A glass of juice is a good treatment for a weekend lunch or a tasty Mimosa! Be sure to read the nutritional information in the individual juice products orange for added calcium levels to determine which brand works best for you.
(245 milligrams in a cup) Spinach is one of the most versatile vegetables and therefore an easy way to incorporate into your daily meals. Whether in a salad or as part of a soup, sauteed or side dish, this plant will paste calcium. It is very tasty simply sauteed with a little oil and salt.
9. The okra
(123 milligrams in a cup) This vegetable rich in fiber is full of vitamins and minerals, including calcium. It is excellent on the grill, and is often found in stews. This is a versatile vegetable that once experimenting with ways of cooking, it will become a favorite in your cooking repertoire.
10. Collard Greens
(266 milligrams in a cup, cooked) Collard greens are one of the most powerful vegetables in the crucifer family with an excellent level of vitamin K . Retain as many health benefits steamed, but are also delicious sauteed collard greens with a little oil and sea salt, or simply with bacon for a super easy dish.

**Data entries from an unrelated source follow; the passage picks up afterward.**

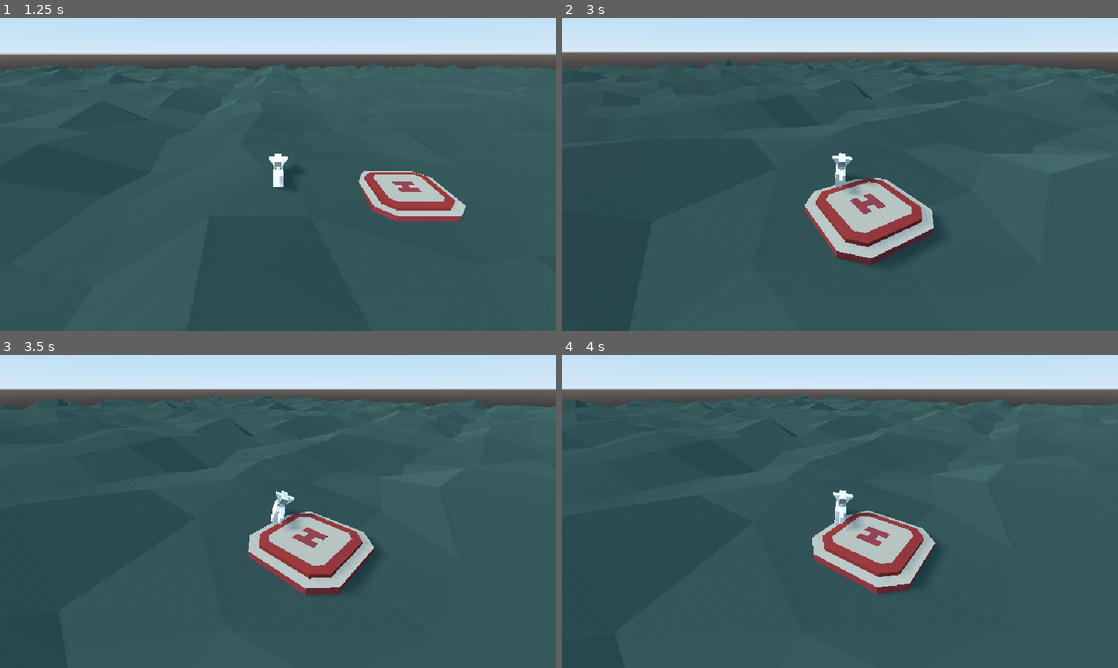
Above: before the commit, frames 1-4 (two rows, left to right).
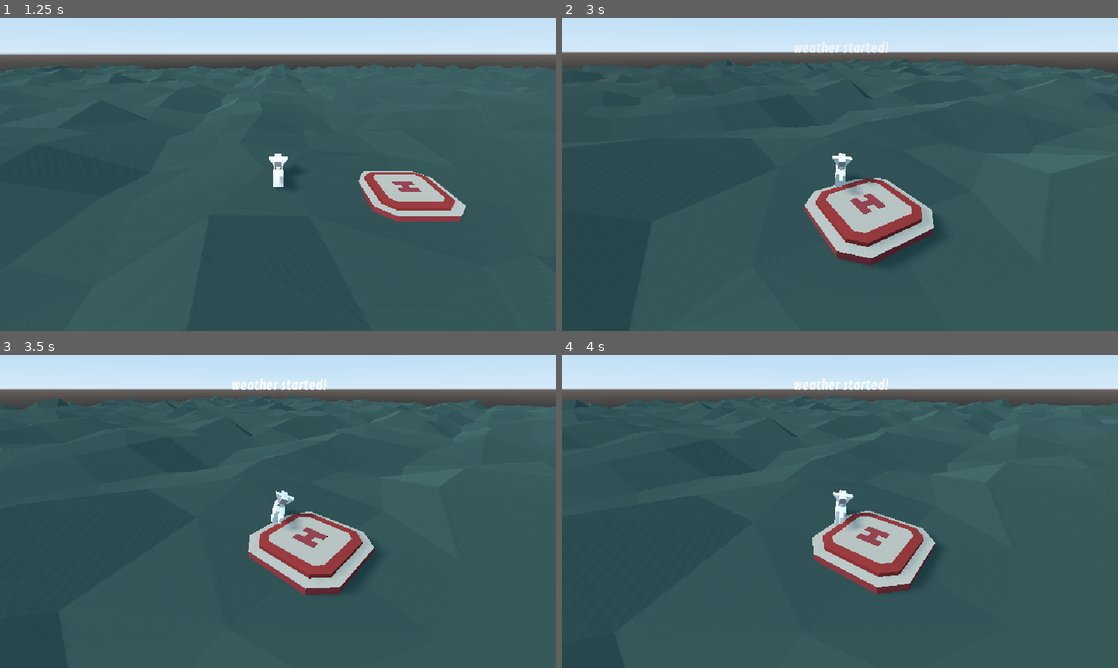
Above: after the commit, the same moments.

Repository: guilhermehto/chopper-rescue
Game: Godot game, scene res://interface/MainMenu.tscn
The game is run twice, just before and just after one commit, with the same random seed, the same clock (stepped at 60 frames per second) and the same inputs.
Inputs:
- Up to frame 1 (1.25 s): click "Start" at 0.5 s
- Up to frame 2 (3 s): hold Right (cyclic_right) 1.28-2.03 s; hold S (collective_down) 2.03-2.78 s; hold Right (cyclic_right) from 2.78 s (still down)
- Up to frame 3 (3.5 s): keep holding Right (cyclic_right)
- Up to frame 4 (4 s): release Right (cyclic_right) at 3.53 s; hold W (collective_up) from 3.53 s (still down)

Frame 1 is identical in both runs. In frame 2, 0.2% of the frame differs, in the area x 41-59%, y 7-12%; in frame 3, 0.2%; in frame 4, 0.2%.
Error before the commit: Invalid get index 'is_landed' (on base: 'Nil'). (res://game/weather/Weather.gd:41)

Commit message:
Add gui and notifications

Diff:
--- /dev/null
+++ b/game/GUI.gd
@@ -0,0 +1,14 @@
+extends Control
+class_name GUI
+
+onready var tween: Tween = $Tween
+onready var notification: Label = $List/Notification
+
+export var default_notification_time: float = 5
+
+func notify(message: String, notification_time: float = default_notification_time) -> void:
+	notification.modulate.a
+	notification.text = message
+	tween.interpolate_property(notification, "modulate", Color(1, 1, 1, 0), Color(1, 1, 1, 1), notification_time / 2, Tween.TRANS_ELASTIC, Tween.EASE_IN)
+	tween.interpolate_property(notification, "modulate", Color(1, 1, 1, 1), Color(1, 1, 1, 0), notification_time / 2, Tween.TRANS_ELASTIC, Tween.EASE_IN, notification_time / 2)
+	tween.start()
--- a/game/Game.tscn
+++ b/game/Game.tscn
@@ -10,6 +10,8 @@
 [ext_resource path="res://game/weather/HeavySnow.tscn" type="PackedScene" id=8]
 [ext_resource path="res://game/weather/Sunny.tscn" type="PackedScene" id=9]
 [ext_resource path="res://game/weather/LightRain.tscn" type="PackedScene" id=10]
+[ext_resource path="res://interface/fonts/contrail_one_16.tres" type="DynamicFont" id=11]
+[ext_resource path="res://game/GUI.gd" type="Script" id=12]
 
 [sub_resource type="PhysicsMaterial" id=1]
 
@@ -47,4 +49,35 @@
 
 [node name="HeavySnow" parent="Level/Weathers" instance=ExtResource( 8 )]
 
+[node name="GUI" type="Control" parent="Level"]
+anchor_right = 1.0
+anchor_bottom = 1.0
+script = ExtResource( 12 )
+__meta__ = {
+"_edit_use_anchors_": false
+}
+
+[node name="List" type="VBoxContainer" parent="Level/GUI"]
+anchor_right = 1.0
+anchor_bottom = 1.0
+margin_left = 24.0
+margin_top = 24.0
+margin_right = -24.0
+margin_bottom = -24.0
+__meta__ = {
+"_edit_use_anchors_": false
+}
+
+[node name="Notification" type="Label" parent="Level/GUI/List"]
+modulate = Color( 1, 1, 1, 0 )
+margin_right = 592.0
+margin_bottom = 21.0
+custom_fonts/font = ExtResource( 11 )
+text = "Posso falar uma coisinha?"
+align = 1
+valign = 1
+autowrap = true
+
+[node name="Tween" type="Tween" parent="Level/GUI"]
+
 [connection signal="died" from="Level/PhysicsChopper" to="." method="_on_PhysicsChopper_died"]
--- a/game/Level.gd
+++ b/game/Level.gd
@@ -3,9 +3,10 @@
 onready var helicopter: Helicopter = $PhysicsChopper
 onready var weathers: Node = $Weathers
 onready var timer: Timer = $Timer
+onready var gui: GUI = $GUI
 
-export var min_weather_time: float = 20
-export var max_weather_time: float = 45
+export var min_weather_time: float = 10
+export var max_weather_time: float = 25
 
 var active_weather
 
@@ -20,8 +21,16 @@
 	_select_random_weather()
 
 func _select_random_weather() -> void:
+	var old_weather = active_weather
+
 	self.active_weather = weathers.get_child(randi() % weathers.get_child_count())
 	active_weather.initialize(helicopter)
+
+	if old_weather != null and old_weather.weather_name == active_weather.weather_name:
+		gui.notify("%s weather continues!" % active_weather.weather_name)
+	else:
+		gui.notify("%s weather started!" % active_weather.weather_name)
+
 
 func _reset_timer() -> void:
 	timer.wait_time = rand_range(min_weather_time, max_weather_time)
--- a/game/weather/Weather.gd
+++ b/game/weather/Weather.gd
@@ -15,20 +15,20 @@
 
 func initialize(helicopter: Helicopter) -> void:
 	self.helicopter = helicopter
-	set_process(true)
+	set_physics_process(true)
 	is_active = true
 	Debug.connect("started_debugging", self, "_on_started_debugging")
 	Debug.connect("stopped_debugging", self, "_on_stopped_debugging")
 
 func deactivate() -> void:
-	set_process(false)
+	set_physics_process(false)
 	is_active = false
 	Debug.disconnect("started_debugging", self, "_on_started_debugging")
 	Debug.disconnect("stopped_debugging", self, "_on_stopped_debugging")
 
 func _ready() -> void:
 	randomize()
-	set_process(false)
+	set_physics_process(false)
 
 	noise = OpenSimplexNoise.new()
 
--- a/project.godot
+++ b/project.godot
@@ -9,6 +9,11 @@
 config_version=4
 
 _global_script_classes=[ {
+"base": "Control",
+"class": "GUI",
+"language": "GDScript",
+"path": "res://game/GUI.gd"
+}, {
 "base": "RigidBody",
 "class": "Helicopter",
 "language": "GDScript",
@@ -20,6 +25,7 @@
 "path": "res://game/weather/Weather.gd"
 } ]
 _global_script_class_icons={
+"GUI": "",
 "Helicopter": "",
 "Weather": ""
 }
Not shown: 1 places in game/Game.tscn that only renumber resources

(188 milligrams in a cup, raw, chopped) Kale has become a super very popular food in recent years due to its versatility and nutritional composition. In addition to its properties of calcium can be added to smoothies or made into snack chips and makes an excellent salad.
12. Dried figs
(300 milligrams in a cup) Dried figs make the perfect snack, sweet, that is also healthy! This versatile food rich in potassium is a sweet alternative to rich desserts, but also makes a beautiful addition to a summer salad. It is the perfect snack for children who feel they are receiving treatment while getting your calcium. They have a high amount of sugar and all sweet foods, eating dried figs in moderation.
(43 milligrams in a cup, chopped) Broccoli is an uncomplicated steam easy dish for any meal. It is very tasty raw with dips like hummus party and makes a perfect addition to a salad. Add to a stir-fry with several of the foods listed here for a meal rich in calcium. One of the more surprising that eating broccoli reasons? contains almost twice the amount of vitamin C than an orange!
Blackstrap Molasses 14.
(172 milligrams per tablespoon) darker than molasses color, molasses makes a great exchange for the sweet syrup pancakes or as a change in cooking. Rich in flavor, but also offers the benefits of iron and other vitamins.
15. Sesame seeds
(88 milligrams per tablespoon) will most likely think of a hamburger bun sesame seeds. However, the seeds can be cooked in your favorite sautéed, sprinkled on any food that gives them a nutty flavor and a slight contraction. Add texture to baked goods and land, make healthy and delicious margins as tahini and sesame butter. Think about this -. A quarter cup of sesame seeds provides more calcium than a cup of whole milk
If you are eating healthy balanced meals that offer various food and the aforementioned drinks, is very likely that you are getting enough calcium every day. There are many more excellent nondairy sources of calcium especially green leafy vegetables so be sure to do a little more reading and eating!
Note calcium intake is only one aspect of bone health – Exercise is another. So be sure to move your body to keep bones and healthy system!